Between October 2018 and November 2018, soil samples were washed and sieved using a mesh size of 3.15 mm, and then all material retained on this mesh was inspected for seeds. Seeds of honey locusts were extracted by hand from this material and were put to viability test. Seed viability was assessed by germination test under room temperature (around 21 °C). Prior to germination test, seeds were mechanically scarified to break physical dormancy by using a plier to cut a small opening on the seed coat without damaging the embryo inside (Strydom et al. 2017) and were sterilized in 5% sodium hypochlorite solution for 10 min. Following sterilization seeds were washed thoroughly with running tap water. For the germination test, seeds were placed into Petri dishes (9 cm diameter) on top of filter paper and moistened with tap water as necessary. Petri dishes containing the seeds were placed into a germination room receiving natural light. After 5 days, the result of germination tests was evaluated. Seeds were considered germinated if the radicle emerged from the seed and had reached at least 2 mm length. Seeds that imbibed but did not produce a radicle were determined as dead seeds. Seeds remained hard were again mechanically scarified and inspected for an additional 5-day period. In order to obtain values comparable to other studies, seed densities were expressed for 1 m2 surface area.

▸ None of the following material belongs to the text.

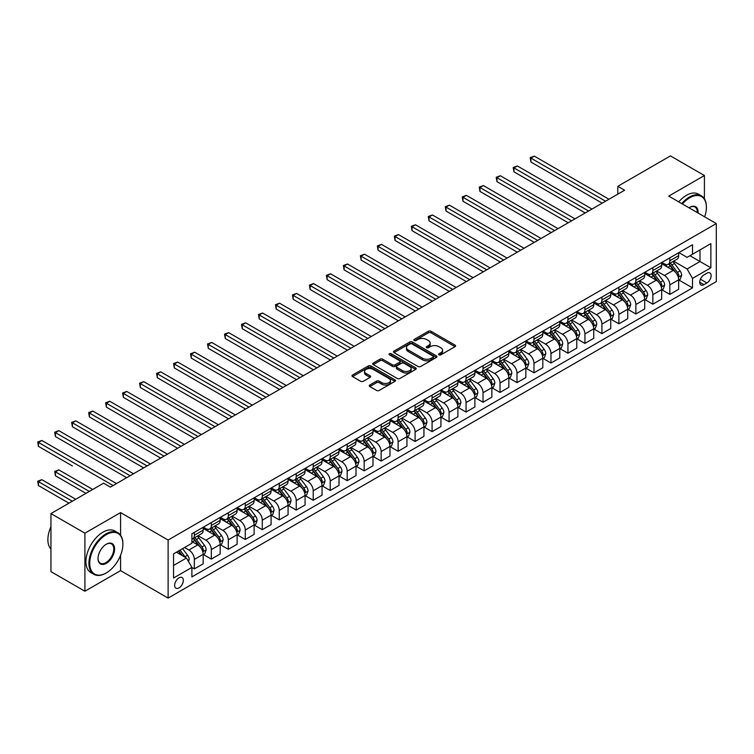 <?xml version="1.0" encoding="UTF-8"?>
<svg xmlns="http://www.w3.org/2000/svg" width="754" height="754" viewBox="0 0 754 754"><rect width="100%" height="100%" fill="white"/><g stroke="black" fill="none" stroke-linecap="round" stroke-linejoin="round"><path stroke-width="1.13" d="M438.988 354.842A1.319 0.763 0 0 0 440.854 354.842L455.02 346.661A1.885 1.093 0 0 0 455.576 345.897A1.885 1.093 0 0 0 455.02 345.125L431.024 331.27A1.885 1.093 0 0 0 428.357 331.27L414.182 339.451A1.319 0.763 0 0 0 413.795 339.988A1.319 0.763 0 0 0 414.182 340.525A1.319 0.763 0 0 0 416.048 340.525L417.886 339.47A6.032 3.487 0 0 1 426.425 339.47L428.423 340.619A6.032 3.487 0 0 1 430.185 343.089A6.032 3.487 0 0 1 428.423 345.549L426.585 346.604A1.319 0.763 0 0 0 426.198 347.142A1.319 0.763 0 0 0 426.585 347.688A1.319 0.763 0 0 0 428.451 347.688L430.289 346.623A6.032 3.487 0 0 1 438.819 346.623L440.826 347.783A6.032 3.487 0 0 1 442.589 350.242A6.032 3.487 0 0 1 440.826 352.712L438.988 353.767A1.319 0.763 0 0 0 438.602 354.305A1.319 0.763 0 0 0 438.988 354.842L438.988 353.767M178.99 587.894A6.145 3.553 120 0 0 183.005 582.474A6.145 3.553 120 0 0 182.063 577.545A6.145 3.553 120 0 0 178.99 577.856A6.145 3.553 120 0 0 174.975 583.276A6.145 3.553 120 0 0 175.918 588.195A6.145 3.553 120 0 0 178.99 587.894M369.809 385.002A1.885 1.093 0 0 0 369.262 385.775A1.885 1.093 0 0 0 369.809 386.548L376.548 390.431A1.885 1.093 0 0 0 379.215 390.431L394.945 381.345A1.885 1.093 0 0 0 395.501 380.582A1.885 1.093 0 0 0 394.945 379.809L370.949 365.954A1.885 1.093 0 0 0 368.282 365.954L352.542 375.04A1.885 1.093 0 0 0 351.995 375.803A1.885 1.093 0 0 0 352.542 376.576L360.676 381.27A1.885 1.093 0 0 0 363.343 381.27L370.082 377.386A1.885 1.093 0 0 0 370.629 376.614A1.885 1.093 0 0 0 370.082 375.841L366.048 373.513A5.042 2.912 0 0 1 364.568 371.458A5.042 2.912 0 0 1 367.679 368.763A5.042 2.912 0 0 1 373.183 369.394L388.979 378.517A5.042 2.912 0 0 1 390.459 380.582A5.042 2.912 0 0 1 387.349 383.268A5.042 2.912 0 0 1 381.844 382.636L379.215 381.119A1.885 1.093 0 0 0 376.548 381.119L369.809 385.002L369.809 386.548M120.574 512.597L84.91 533.182L50.942 513.578L50.942 571.617L84.91 591.23L120.574 570.637L168.123 598.092L168.123 540.043L120.574 512.597L120.574 535.199M704.415 198.82L704.415 175.522L668.751 196.106L716.3 223.561L168.123 540.043M704.415 175.522L670.447 155.908L617.809 186.304L617.809 194.146M50.942 513.578L103.59 483.182L110.386 487.103L624.595 190.225L617.809 186.304M418.018 366.491A1.885 1.093 0 0 0 420.685 366.491L436.425 357.405A1.885 1.093 0 0 0 436.971 356.633A1.885 1.093 0 0 0 436.425 355.869L412.419 342.005A1.885 1.093 0 0 0 409.752 342.005L394.012 351.091A1.885 1.093 0 0 0 393.465 351.864A1.885 1.093 0 0 0 394.012 352.627L418.018 366.491M389.941 355.134A1.319 0.763 0 0 1 391.279 355.313L391.279 353.749L415.69 367.839A1.885 1.093 0 0 1 416.236 368.602A1.885 1.093 0 0 1 415.69 369.375L399.95 378.461A1.885 1.093 0 0 1 397.283 378.461L373.277 364.606L373.277 363.06A1.885 1.093 0 0 0 372.73 363.833A1.885 1.093 0 0 0 373.277 364.606M373.277 363.06L380.016 359.177A1.885 1.093 0 0 1 382.683 359.177L392.419 364.795A1.885 1.093 0 0 0 395.087 364.795L399.554 362.212A1.885 1.093 0 0 0 400.101 361.449A1.885 1.093 0 0 0 399.554 360.676L389.413 354.823A1.319 0.763 0 0 1 389.026 354.286A1.319 0.763 0 0 1 389.846 353.579A1.319 0.763 0 0 1 391.279 353.749M706.922 273.212L703.934 274.937A5.957 3.44 120 0 0 700.042 280.186A5.957 3.44 120 0 0 700.956 284.955A5.957 3.44 120 0 0 703.934 284.663L706.922 282.938A5.957 3.44 120 0 0 710.815 277.689A5.957 3.44 120 0 0 709.9 272.92A5.957 3.44 120 0 0 706.922 273.212M168.123 598.092L716.3 281.6L716.3 223.561M678.873 252.618L687.092 257.368L692.521 254.23L692.521 244.739L191.893 533.775L191.893 543.266L173.552 553.851L173.552 578.007L191.893 567.423L191.893 576.914L692.521 287.877L692.521 278.386L687.092 268.971L673.586 261.176M692.521 254.23L710.862 243.636L710.862 267.802L692.521 278.386M84.91 533.182L84.91 591.23M689.948 255.719L699.995 261.525L699.995 249.913L710.862 243.636M687.092 268.971L699.995 261.525L710.862 267.802M173.552 565.462L186.464 558.007L176.408 552.201M191.893 567.498L194.343 568.912L194.343 559.421A7.681 4.439 -120 0 0 188.905 550.005L184.56 547.498M194.343 568.912L203.175 563.813L203.175 554.322A7.681 4.439 -120 0 0 197.737 544.916L191.893 541.542M203.373 554.52L211.327 559.11L211.327 549.619A7.681 4.439 -120 0 0 205.889 540.203L198.085 535.698M211.327 559.11L220.159 554.011L220.159 544.52A7.681 4.439 -120 0 0 214.72 535.104L203.175 528.441M220.357 544.718L228.302 549.308L228.302 539.817A7.681 4.439 -120 0 0 222.873 530.401L215.069 525.896M228.302 549.308L237.133 544.209L237.133 534.718A7.681 4.439 -120 0 0 231.704 525.302L220.159 518.639M237.34 534.906L245.286 539.496L245.286 530.005A7.681 4.439 -120 0 0 239.857 520.599L232.053 516.094M245.286 539.496L254.117 534.398L254.117 524.907A7.681 4.439 -120 0 0 248.688 515.5L237.133 508.827M254.324 525.104L262.269 529.694L262.269 520.203A7.681 4.439 -120 0 0 256.831 510.788L249.037 506.283M262.269 529.694L271.101 524.596L271.101 515.105A7.681 4.439 -120 0 0 265.662 505.689L254.117 499.025M271.308 515.302L279.253 519.892L279.253 510.401A7.681 4.439 -120 0 0 273.815 500.986L266.011 496.481M279.253 519.892L288.085 514.793L288.085 505.303A7.681 4.439 -120 0 0 282.646 495.887L271.101 489.223M288.282 505.5L296.237 510.09L296.237 500.599A7.681 4.439 -120 0 0 290.799 491.184L282.995 486.679M296.237 510.09L305.068 504.991L305.068 495.501A7.681 4.439 -120 0 0 299.63 486.085L288.085 479.421M305.266 495.689L313.212 500.279L313.212 490.788A7.681 4.439 -120 0 0 307.783 481.382L299.979 476.877M313.212 500.279L322.043 495.18L322.043 485.689A7.681 4.439 -120 0 0 316.614 476.283L305.068 469.61M322.25 485.887L330.195 490.477L330.195 480.986A7.681 4.439 -120 0 0 324.767 471.57L316.963 467.065M330.195 490.477L339.027 485.378L339.027 475.887A7.681 4.439 -120 0 0 333.598 466.472L322.043 459.808M339.234 476.085L347.179 480.675L347.179 471.184A7.681 4.439 -120 0 0 341.741 461.768L333.947 457.263M347.179 480.675L356.011 475.576L356.011 466.085A7.681 4.439 -120 0 0 350.572 456.67L339.027 450.006M356.218 466.283L364.163 470.864L364.163 461.382A7.681 4.439 -120 0 0 358.725 451.966L350.921 447.461M364.163 470.864L372.994 465.774L372.994 456.283A7.681 4.439 -120 0 0 367.556 446.868L356.011 440.204M373.192 456.472L381.147 461.062L381.147 451.571A7.681 4.439 -120 0 0 375.709 442.164L367.905 437.659M381.147 461.062L389.978 455.963L389.978 446.472A7.681 4.439 -120 0 0 384.54 437.066L372.994 430.393M390.176 446.67L398.121 451.26L398.121 441.769A7.681 4.439 -120 0 0 392.693 432.353L384.889 427.848M398.121 451.26L406.953 446.161L406.953 436.67A7.681 4.439 -120 0 0 401.524 427.254L389.978 420.591M407.16 436.868L415.105 441.458L415.105 431.967A7.681 4.439 -120 0 0 409.676 422.551L401.873 418.046M415.105 441.458L423.937 436.359L423.937 426.868A7.681 4.439 -120 0 0 418.508 417.452L406.953 410.789M424.144 427.066L432.089 431.646L432.089 422.155A7.681 4.439 -120 0 0 426.651 412.749L418.856 408.244M432.089 431.646L440.92 426.557L440.92 417.066A7.681 4.439 -120 0 0 435.482 407.65L423.937 400.977M441.128 417.254L449.073 421.844L449.073 412.353A7.681 4.439 -120 0 0 443.635 402.947L435.831 398.442M449.073 421.844L457.904 416.745L457.904 407.254A7.681 4.439 -120 0 0 452.466 397.848L440.92 391.175M458.102 407.452L466.057 412.042L466.057 402.551A7.681 4.439 -120 0 0 460.619 393.136L452.815 388.63M466.057 412.042L474.888 406.943L474.888 397.452A7.681 4.439 -120 0 0 469.45 388.037L457.904 381.373M475.086 397.65L483.031 402.24L483.031 392.749A7.681 4.439 -120 0 0 477.602 383.334L469.799 378.828M483.031 402.24L491.862 397.141L491.862 387.65A7.681 4.439 -120 0 0 486.434 378.235L474.888 371.571M492.07 387.848L500.015 392.429L500.015 382.938A7.681 4.439 -120 0 0 494.586 373.532L486.782 369.026M500.015 392.429L508.846 387.33L508.846 377.839A7.681 4.439 -120 0 0 503.418 368.433L491.862 361.76M509.054 378.037L516.999 382.627L516.999 373.136A7.681 4.439 -120 0 0 511.561 363.72L503.766 359.224M516.999 382.627L525.83 377.528L525.83 368.037A7.681 4.439 -120 0 0 520.392 358.631L508.846 351.958M526.038 368.235L533.983 372.825L533.983 363.334A7.681 4.439 -120 0 0 528.545 353.918L520.741 349.413M533.983 372.825L542.814 367.726L542.814 358.235A7.681 4.439 -120 0 0 537.376 348.819L525.83 342.156M543.012 358.433L550.967 363.023L550.967 353.532A7.681 4.439 -120 0 0 545.528 344.116L537.725 339.611M550.967 363.023L559.798 357.924L559.798 348.433A7.681 4.439 -120 0 0 554.36 339.017L542.814 332.354M559.996 348.631L567.941 353.211L567.941 343.72A7.681 4.439 -120 0 0 562.512 334.314L554.708 329.809M567.941 353.211L576.772 348.112L576.772 338.621A7.681 4.439 -120 0 0 571.344 329.215L559.798 322.542M576.98 338.819L584.925 343.409L584.925 333.918A7.681 4.439 -120 0 0 579.496 324.503L571.692 319.998M584.925 343.409L593.756 338.31L593.756 328.819A7.681 4.439 -120 0 0 588.327 319.413L576.772 312.74M593.964 329.017L601.909 333.607L601.909 324.116A7.681 4.439 -120 0 0 596.471 314.701L588.676 310.196M601.909 333.607L610.74 328.508L610.74 319.017A7.681 4.439 -120 0 0 605.302 309.602L593.756 302.938M610.947 319.215L618.893 323.805L618.893 314.314A7.681 4.439 -120 0 0 613.454 304.899L605.651 300.394M618.893 323.805L627.724 318.706L627.724 309.215A7.681 4.439 -120 0 0 622.286 299.8L610.74 293.136M627.922 309.404L635.876 313.994L635.876 304.503A7.681 4.439 -120 0 0 630.438 295.097L622.634 290.592M635.876 313.994L644.708 308.895L644.708 299.404A7.681 4.439 -120 0 0 639.269 289.998L627.724 283.325M644.906 299.602L652.851 304.192L652.851 294.701A7.681 4.439 -120 0 0 647.422 285.285L639.618 280.78M652.851 304.192L661.682 299.093L661.682 289.602A7.681 4.439 -120 0 0 656.253 280.186L644.708 273.523M661.889 289.8L669.835 294.39L669.835 284.899A7.681 4.439 -120 0 0 664.406 275.483L656.602 270.978M669.835 294.39L678.666 289.291L678.666 279.8A7.681 4.439 -120 0 0 673.237 270.384L661.682 263.721M661.889 262.42L664.406 263.872A7.681 4.439 -120 0 0 668.242 264.258A7.681 4.439 -120 0 0 669.835 260.743L669.835 257.84M644.906 272.232L647.422 273.683A7.681 4.439 -120 0 0 651.268 274.06A7.681 4.439 -120 0 0 652.851 270.545L652.851 267.642M627.922 282.034L630.438 283.485A7.681 4.439 -120 0 0 634.284 283.862A7.681 4.439 -120 0 0 635.876 280.347L635.876 277.444M610.947 291.836L613.454 293.287A7.681 4.439 -120 0 0 617.3 293.674A7.681 4.439 -120 0 0 618.893 290.149L618.893 287.246M593.964 301.647L596.471 303.099A7.681 4.439 -120 0 0 600.316 303.476A7.681 4.439 -120 0 0 601.909 299.96L601.909 297.057M576.98 311.449L579.496 312.901A7.681 4.439 -120 0 0 583.332 313.278A7.681 4.439 -120 0 0 584.925 309.762L584.925 306.859M559.996 321.251L562.512 322.703A7.681 4.439 -120 0 0 566.358 323.08A7.681 4.439 -120 0 0 567.941 319.564L567.941 316.661M543.012 331.053L545.528 332.505A7.681 4.439 -120 0 0 549.374 332.891A7.681 4.439 -120 0 0 550.967 329.366L550.967 326.463M526.038 340.865L528.545 342.316A7.681 4.439 -120 0 0 532.39 342.693A7.681 4.439 -120 0 0 533.983 339.177L533.983 336.275M509.054 350.667L511.561 352.118A7.681 4.439 -120 0 0 515.406 352.495A7.681 4.439 -120 0 0 516.999 348.979L516.999 346.077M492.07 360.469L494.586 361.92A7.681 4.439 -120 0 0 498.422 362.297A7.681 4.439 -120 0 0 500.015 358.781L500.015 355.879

For statistical comparisons of soil seed bank densities of different tree size and park maintenance categories, nonparametric tests were used because data did not meet the normality and homoscedasticity assumptions of parametric tests’. Group medians were compared by the means of Kruskal–Wallis test followed by Dunn’s post hoc test for multiple comparisons. The relationship between seed bank density and tree trunk circumference was studied by using least-square linear regression. For each statistical test, the significance level was P < 0.05. Statistical analyses were conducted by using the GraphPad InStat (1998) version 3.06 software.

Results

From the soil samples taken from urban parks under canopies of 48 honey locust tree specimens, altogether 128 seeds were extracted. Following mechanical scarification, 123 seeds germinated, indicating that 96.1% of the seeds were viable and thus can be considered as constituents of the soil seed bank (“Appendix 1”).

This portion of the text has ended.